Macron wins in landslide...
Week Commencing Monday 8th May 2017
FRANCE: Macron defeats Le Pen in crucial election victory for the EU!
Centrist candidate Emmanuel Macron has decisively won the French presidential election, defeating far-right candidate Marine Le Pen.
Macron won by 66.06 percent to 33.94 percent to become, at 39, the country's youngest president. Despite the wide margin of the final result, Le Pen’s score nonetheless marked a historic high for the French far right. Even after a lacklustre campaign that ended with a shocking performance in the final TV debate, she was projected to have taken almost 11 million votes, double that of her father, Jean-Marie Le Pen, when he reached the presidential run-off in 2002.
The anti-immigration, anti-EU Front National’s supporters asserted that the party had a central place as an opposition force in France. Marcon’s win poses some problems for the British Brexit negotiations, however has been widely praised by all aspects of the UK political spectrum.
Macron maintains his harsh Brexit stance, indicating that the four pillars are indivisible and is known to be a particular proponent of removing the City of London’s “passporting” rights to the EU.
UK: PMI "Hat-Trick" points to reversal in UK GDP fortunes!
UK factories had their best month in three years in April, the strongest signal yet that manufacturers are enjoying a boost from the pound's fall after the Brexit vote and an improving global economy.
This, coupled with strong services and construction data completed a UK “Hat-Trick” of PMI’s for the month, stunning analysts who predicted the Brexit pain to kick in.
The services sector drew a reading of 55.8 in the month, significantly higher than the 55.0 reading in March, and the expected 54.5 forecast by economists. These PMI numbers point to a GDP growth of 0.6 percent for the second quarter, which would be double the 0.3 percent growth announced by the ONS last week.
This is clearly good news for the UK, with the Conservatives capitalising on this as proof of their economic record. Risk remains on the horizon however as the rhetoric continues to escalate between Brussels and London!
Sterling (GBP) - Sterling remains robust after the French elections with all eyes now focusing on the UK General Election. We expect range bound trading this week, perhaps with the exception of any big announcements during the BoE Inflation Report. Expect Sterling to potentially test the 1.30 on cable and break through, while 1.20 on GBP/EUR remains a harder target.
US Dollar (USD) - The Greenback continues to suffer, losing ground against both the Euro and Sterling. That said, with key levels of Dollar support in sights, we expect solid range bound trading this week. Should we see an incredible Retail Sales numbers, we could see some reversal in its fortunes.

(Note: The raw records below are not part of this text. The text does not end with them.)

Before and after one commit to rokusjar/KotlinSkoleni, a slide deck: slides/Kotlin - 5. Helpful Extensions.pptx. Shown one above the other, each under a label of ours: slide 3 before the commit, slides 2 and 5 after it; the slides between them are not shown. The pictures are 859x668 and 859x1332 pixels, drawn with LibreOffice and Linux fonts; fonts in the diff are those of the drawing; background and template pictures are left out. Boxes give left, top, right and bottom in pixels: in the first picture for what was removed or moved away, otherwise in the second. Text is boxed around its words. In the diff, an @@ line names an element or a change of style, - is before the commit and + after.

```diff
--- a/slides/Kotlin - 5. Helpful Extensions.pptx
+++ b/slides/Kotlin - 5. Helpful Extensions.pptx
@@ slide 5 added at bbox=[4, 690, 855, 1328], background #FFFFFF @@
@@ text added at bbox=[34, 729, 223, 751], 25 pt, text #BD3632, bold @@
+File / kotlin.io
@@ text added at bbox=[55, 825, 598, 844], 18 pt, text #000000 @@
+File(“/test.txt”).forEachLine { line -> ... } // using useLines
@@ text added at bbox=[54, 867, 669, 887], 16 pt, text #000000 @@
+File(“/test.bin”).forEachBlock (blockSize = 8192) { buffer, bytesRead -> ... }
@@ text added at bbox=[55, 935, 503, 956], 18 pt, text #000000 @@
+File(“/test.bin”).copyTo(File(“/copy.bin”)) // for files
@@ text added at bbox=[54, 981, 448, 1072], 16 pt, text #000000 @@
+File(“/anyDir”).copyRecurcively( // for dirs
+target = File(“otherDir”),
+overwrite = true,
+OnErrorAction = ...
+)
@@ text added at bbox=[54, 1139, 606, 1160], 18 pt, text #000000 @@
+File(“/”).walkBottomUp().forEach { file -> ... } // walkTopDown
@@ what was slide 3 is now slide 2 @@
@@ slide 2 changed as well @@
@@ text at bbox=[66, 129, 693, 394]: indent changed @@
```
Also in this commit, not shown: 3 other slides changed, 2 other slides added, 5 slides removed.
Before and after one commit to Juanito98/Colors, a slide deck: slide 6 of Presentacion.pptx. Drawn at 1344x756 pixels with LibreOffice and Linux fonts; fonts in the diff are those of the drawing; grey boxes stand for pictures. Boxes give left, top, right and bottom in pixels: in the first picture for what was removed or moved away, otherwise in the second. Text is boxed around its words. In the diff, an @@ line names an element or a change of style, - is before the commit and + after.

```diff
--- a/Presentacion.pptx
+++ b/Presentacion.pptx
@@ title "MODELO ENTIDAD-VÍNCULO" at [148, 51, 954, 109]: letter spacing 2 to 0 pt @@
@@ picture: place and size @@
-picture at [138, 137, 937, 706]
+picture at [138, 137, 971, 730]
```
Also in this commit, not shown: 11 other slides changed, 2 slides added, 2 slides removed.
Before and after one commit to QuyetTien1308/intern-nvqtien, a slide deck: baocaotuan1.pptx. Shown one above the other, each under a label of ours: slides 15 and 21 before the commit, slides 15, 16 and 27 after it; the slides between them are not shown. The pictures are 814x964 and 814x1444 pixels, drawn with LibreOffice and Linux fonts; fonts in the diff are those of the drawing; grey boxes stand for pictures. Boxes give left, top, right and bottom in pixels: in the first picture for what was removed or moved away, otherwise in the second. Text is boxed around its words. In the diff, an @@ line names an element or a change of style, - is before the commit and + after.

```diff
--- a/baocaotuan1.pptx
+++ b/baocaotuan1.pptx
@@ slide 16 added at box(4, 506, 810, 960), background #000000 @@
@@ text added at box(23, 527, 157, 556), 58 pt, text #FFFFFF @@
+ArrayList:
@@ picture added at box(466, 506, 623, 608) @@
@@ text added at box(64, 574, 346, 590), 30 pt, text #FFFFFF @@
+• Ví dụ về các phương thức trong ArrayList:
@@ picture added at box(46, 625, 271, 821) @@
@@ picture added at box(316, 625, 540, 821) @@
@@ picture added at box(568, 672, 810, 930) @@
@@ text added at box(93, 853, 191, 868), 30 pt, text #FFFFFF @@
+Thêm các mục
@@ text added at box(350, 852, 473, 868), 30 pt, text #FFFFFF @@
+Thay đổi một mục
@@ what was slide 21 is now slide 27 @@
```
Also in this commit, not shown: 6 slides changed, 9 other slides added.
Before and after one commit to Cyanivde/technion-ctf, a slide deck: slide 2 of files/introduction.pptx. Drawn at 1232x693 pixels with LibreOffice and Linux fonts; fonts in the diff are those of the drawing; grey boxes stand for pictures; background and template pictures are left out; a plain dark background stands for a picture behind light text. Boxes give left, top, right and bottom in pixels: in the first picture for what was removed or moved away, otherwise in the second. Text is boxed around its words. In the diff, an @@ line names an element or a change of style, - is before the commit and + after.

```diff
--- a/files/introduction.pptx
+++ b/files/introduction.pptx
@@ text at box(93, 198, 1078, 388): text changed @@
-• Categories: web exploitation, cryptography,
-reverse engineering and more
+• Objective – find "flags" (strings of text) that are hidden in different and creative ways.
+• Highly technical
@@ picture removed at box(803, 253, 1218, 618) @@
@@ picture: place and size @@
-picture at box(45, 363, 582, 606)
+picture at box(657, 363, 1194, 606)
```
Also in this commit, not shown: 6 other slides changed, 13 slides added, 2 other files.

Euro (EUR) - The Euro has had a small relief rally on the back of Macron’s win, however we expect markets to now return to normal. With little in the way of European data, eyes now focus on UK/German elections and ongoing Brexit news.
Economic Calander for the Week
We have a quiet week for the UK with the Bank of England MPC meeting scheduled to hit the wires on Thursday. We expect no change in monetary policy, however the Inflation Report will be an interesting watch.
We expect focus to be on the first quarter GDP which generally disappointed markets and the rise in inflation. Manufacturing Production for March is also expect on Thursday, with a print of -0.2 percent expected.
We start the US week with Job Openings for March, widely expect to fall from 5.743 million to 5.670 million. We then shift our attention to PPI on Thursday, which should come in at 0.2 percent versus the -0.1 percent we saw last month.
Finally, Friday sees the all-important CPI and Retail Sales numbers. We expect inflation to come in at 0.2 percent in March, which retail sales should post 0.5 percent (core) and 0.6 percent (normal) for April.
We have an extremely light week for Europe with Mario Draghi’s speech on Wedensday the only event of note. Expect any Brexit related statements to impact Sterling, while any hint of cutting QE will give the Euro further cause to strengthen.